Unmanned grocery delivery is underway in Arizona - evo_9
https://www.detroitnews.com/story/business/autos/mobility/2018/12/18/unmanned-grocery-delivery-underway-arizona/38762315/
======
tokyodude
I think this is one of those examples of how unless regulated there will be
10x more cars on the road if/when self driving cars are ubiquitous.

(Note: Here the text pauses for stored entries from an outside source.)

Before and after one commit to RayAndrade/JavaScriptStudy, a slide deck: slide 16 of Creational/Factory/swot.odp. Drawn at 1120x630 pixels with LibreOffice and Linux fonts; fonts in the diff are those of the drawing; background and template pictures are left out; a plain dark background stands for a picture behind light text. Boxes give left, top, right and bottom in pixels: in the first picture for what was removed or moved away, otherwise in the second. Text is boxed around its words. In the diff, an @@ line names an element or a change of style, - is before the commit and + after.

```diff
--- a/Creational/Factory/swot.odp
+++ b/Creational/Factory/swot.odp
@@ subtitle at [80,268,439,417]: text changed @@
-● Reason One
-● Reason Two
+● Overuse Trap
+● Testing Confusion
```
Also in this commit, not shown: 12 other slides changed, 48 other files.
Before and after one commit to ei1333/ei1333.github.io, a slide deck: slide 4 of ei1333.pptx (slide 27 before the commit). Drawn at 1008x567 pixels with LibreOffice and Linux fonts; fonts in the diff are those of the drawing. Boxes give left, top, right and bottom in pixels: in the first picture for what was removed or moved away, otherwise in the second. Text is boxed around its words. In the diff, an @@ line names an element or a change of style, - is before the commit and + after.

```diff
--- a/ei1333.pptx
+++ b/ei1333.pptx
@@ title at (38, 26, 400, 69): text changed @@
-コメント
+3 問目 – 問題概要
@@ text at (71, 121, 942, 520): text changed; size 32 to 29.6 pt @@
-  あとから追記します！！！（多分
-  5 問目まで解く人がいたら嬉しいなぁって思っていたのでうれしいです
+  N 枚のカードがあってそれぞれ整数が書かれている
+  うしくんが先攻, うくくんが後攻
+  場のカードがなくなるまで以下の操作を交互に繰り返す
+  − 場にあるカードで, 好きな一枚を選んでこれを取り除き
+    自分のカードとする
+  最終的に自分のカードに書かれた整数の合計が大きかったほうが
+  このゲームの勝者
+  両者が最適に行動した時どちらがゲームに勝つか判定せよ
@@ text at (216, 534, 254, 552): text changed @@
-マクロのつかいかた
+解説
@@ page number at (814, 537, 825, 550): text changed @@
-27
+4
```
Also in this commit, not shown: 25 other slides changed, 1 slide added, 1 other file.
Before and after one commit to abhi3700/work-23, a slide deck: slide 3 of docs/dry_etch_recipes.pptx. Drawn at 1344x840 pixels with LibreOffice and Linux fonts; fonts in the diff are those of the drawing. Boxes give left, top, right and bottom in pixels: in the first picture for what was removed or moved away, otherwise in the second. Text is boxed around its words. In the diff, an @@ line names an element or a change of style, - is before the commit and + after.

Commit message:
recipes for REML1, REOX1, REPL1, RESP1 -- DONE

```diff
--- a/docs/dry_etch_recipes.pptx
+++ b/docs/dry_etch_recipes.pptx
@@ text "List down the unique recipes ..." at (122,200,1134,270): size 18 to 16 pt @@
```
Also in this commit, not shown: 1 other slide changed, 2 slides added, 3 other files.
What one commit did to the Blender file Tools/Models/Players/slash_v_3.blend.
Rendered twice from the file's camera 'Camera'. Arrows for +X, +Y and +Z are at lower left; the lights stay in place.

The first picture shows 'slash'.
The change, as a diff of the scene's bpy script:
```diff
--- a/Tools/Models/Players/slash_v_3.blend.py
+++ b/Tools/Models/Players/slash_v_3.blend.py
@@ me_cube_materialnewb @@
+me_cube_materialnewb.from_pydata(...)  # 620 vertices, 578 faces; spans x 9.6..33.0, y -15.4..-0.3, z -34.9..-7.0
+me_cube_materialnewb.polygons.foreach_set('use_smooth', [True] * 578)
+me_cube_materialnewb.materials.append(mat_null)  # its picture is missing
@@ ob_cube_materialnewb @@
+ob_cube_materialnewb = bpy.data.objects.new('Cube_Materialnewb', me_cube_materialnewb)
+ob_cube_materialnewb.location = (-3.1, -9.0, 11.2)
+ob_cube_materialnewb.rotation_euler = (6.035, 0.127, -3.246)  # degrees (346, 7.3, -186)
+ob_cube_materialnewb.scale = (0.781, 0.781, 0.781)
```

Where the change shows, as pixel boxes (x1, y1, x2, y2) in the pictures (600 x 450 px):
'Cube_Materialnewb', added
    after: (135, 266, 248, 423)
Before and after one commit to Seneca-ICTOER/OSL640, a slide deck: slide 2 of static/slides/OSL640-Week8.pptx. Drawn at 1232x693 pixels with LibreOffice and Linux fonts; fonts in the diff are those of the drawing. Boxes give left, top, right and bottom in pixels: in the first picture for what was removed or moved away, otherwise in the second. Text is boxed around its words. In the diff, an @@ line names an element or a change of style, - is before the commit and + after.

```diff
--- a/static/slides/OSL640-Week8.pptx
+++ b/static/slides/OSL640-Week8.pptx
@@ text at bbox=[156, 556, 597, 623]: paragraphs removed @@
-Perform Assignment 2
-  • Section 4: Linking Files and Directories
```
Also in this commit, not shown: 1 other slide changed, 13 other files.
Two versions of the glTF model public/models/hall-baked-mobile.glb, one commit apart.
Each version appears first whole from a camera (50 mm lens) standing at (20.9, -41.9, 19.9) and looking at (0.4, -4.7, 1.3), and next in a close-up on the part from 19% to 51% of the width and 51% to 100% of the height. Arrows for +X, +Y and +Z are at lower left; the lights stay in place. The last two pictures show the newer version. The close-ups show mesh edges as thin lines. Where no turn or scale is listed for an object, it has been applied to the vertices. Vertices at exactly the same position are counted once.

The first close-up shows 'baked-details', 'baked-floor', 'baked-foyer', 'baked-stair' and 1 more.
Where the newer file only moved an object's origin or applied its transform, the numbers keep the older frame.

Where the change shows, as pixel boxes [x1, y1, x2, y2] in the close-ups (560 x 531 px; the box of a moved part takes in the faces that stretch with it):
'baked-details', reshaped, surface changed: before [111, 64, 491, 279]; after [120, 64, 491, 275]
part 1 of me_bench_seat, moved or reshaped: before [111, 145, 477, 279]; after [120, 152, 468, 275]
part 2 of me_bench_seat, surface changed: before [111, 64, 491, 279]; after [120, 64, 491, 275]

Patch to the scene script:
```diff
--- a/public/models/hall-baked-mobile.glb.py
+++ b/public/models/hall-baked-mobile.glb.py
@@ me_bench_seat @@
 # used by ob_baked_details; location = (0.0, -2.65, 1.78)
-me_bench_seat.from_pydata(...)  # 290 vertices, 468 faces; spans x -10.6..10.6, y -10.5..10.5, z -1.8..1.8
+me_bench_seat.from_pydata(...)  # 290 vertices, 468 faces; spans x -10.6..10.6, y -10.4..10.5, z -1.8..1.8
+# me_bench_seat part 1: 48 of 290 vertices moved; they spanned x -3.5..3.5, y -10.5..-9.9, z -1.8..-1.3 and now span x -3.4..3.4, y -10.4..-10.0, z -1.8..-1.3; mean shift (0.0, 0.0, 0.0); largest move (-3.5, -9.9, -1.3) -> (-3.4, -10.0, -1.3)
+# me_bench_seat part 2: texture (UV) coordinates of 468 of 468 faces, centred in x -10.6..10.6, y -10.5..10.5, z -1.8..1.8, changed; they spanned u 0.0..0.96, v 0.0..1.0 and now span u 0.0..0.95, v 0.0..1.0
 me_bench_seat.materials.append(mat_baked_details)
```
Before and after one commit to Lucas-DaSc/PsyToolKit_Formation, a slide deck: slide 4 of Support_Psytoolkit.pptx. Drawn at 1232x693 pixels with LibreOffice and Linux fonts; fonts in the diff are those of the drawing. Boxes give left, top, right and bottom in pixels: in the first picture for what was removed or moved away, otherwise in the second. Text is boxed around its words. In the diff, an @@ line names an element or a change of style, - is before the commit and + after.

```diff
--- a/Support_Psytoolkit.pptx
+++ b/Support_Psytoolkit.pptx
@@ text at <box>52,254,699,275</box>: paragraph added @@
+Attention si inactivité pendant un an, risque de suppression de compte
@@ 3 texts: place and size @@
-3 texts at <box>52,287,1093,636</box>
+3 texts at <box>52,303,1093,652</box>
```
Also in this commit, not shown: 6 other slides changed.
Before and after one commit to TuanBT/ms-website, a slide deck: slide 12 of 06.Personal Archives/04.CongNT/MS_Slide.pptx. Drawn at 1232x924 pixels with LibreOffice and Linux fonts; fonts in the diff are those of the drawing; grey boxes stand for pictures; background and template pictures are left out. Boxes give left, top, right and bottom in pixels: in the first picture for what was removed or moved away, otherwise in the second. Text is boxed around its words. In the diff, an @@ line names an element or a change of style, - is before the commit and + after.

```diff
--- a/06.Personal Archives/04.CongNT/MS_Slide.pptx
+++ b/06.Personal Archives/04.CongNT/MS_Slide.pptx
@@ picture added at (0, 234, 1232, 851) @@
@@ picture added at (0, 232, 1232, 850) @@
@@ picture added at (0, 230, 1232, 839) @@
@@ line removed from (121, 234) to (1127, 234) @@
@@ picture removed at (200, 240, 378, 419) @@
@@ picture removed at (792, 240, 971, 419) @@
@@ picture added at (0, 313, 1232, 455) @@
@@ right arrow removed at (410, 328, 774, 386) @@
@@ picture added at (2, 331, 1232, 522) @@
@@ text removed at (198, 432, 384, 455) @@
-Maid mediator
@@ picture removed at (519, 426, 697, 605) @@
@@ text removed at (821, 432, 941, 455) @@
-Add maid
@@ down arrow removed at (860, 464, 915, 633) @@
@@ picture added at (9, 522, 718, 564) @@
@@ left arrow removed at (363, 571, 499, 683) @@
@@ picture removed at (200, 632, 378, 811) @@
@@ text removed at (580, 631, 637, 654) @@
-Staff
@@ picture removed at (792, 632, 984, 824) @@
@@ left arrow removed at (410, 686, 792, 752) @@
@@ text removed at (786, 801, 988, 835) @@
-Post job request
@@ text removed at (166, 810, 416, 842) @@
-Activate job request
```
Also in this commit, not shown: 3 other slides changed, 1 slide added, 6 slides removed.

Lots of people envisioned less cars because the with self driven cars the
current use of cars can be covered by less cars but self driven cars enable
more uses. Send your kids to their friends. Grandma goes shopping. Need to
borrow a drill pop it in car. Want to run a local cake store. Deliver the
cakes in the cars. Right now in my city there are billboard trucks that drive
around. I can imagine 10x more of them. And of course with no driver and lots
of competition prices will come down. Why take public transport when I can be
delivered door to door for less.

I enjoy public transport here in Tokyo and I'm happy for the excersize I get
walking to and from the station but, for example my office is a 20 minute walk
from my apartment. I usually walk it but if it's raining or too hot I've used
the Taxi app to have a taxi pick me up and drive me that short distance. The
cheaper, easier, and faster (time to pickup) things get the more likely I'll
take advantage of that more often.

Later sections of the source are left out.